Saved entries
--- --- ---
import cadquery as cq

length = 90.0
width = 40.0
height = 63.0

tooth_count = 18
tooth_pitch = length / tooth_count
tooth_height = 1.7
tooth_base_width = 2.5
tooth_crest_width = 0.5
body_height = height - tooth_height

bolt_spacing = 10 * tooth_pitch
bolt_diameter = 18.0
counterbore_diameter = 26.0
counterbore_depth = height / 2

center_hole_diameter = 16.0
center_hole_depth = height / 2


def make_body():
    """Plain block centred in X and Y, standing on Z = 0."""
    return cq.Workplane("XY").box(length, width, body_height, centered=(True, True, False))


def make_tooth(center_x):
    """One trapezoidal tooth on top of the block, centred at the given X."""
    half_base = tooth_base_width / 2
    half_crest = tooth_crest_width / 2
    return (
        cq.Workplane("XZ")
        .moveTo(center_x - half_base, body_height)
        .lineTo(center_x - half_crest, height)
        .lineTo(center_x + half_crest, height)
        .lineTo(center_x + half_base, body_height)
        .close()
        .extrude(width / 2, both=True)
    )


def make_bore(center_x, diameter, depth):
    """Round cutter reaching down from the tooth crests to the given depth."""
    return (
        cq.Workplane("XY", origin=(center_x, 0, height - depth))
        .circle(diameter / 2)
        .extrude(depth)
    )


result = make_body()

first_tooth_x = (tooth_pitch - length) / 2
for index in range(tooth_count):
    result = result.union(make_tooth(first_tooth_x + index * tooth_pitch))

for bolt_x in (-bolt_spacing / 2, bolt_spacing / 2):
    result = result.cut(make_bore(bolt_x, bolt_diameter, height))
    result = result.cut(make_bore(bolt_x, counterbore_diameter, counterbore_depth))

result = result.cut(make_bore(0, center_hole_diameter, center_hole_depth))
--- --- ---
Your assignment = Return, please, the lines of the data from the first through the line containing "bolt_spacing = 10 * tooth_pitch", both kept, exactly as they stand and nothing more.

Answer section =
import cadquery as cq

length = 90.0
width = 40.0
height = 63.0

tooth_count = 18
tooth_pitch = length / tooth_count
tooth_height = 1.7
tooth_base_width = 2.5
tooth_crest_width = 0.5
body_height = height - tooth_height

bolt_spacing = 10 * tooth_pitch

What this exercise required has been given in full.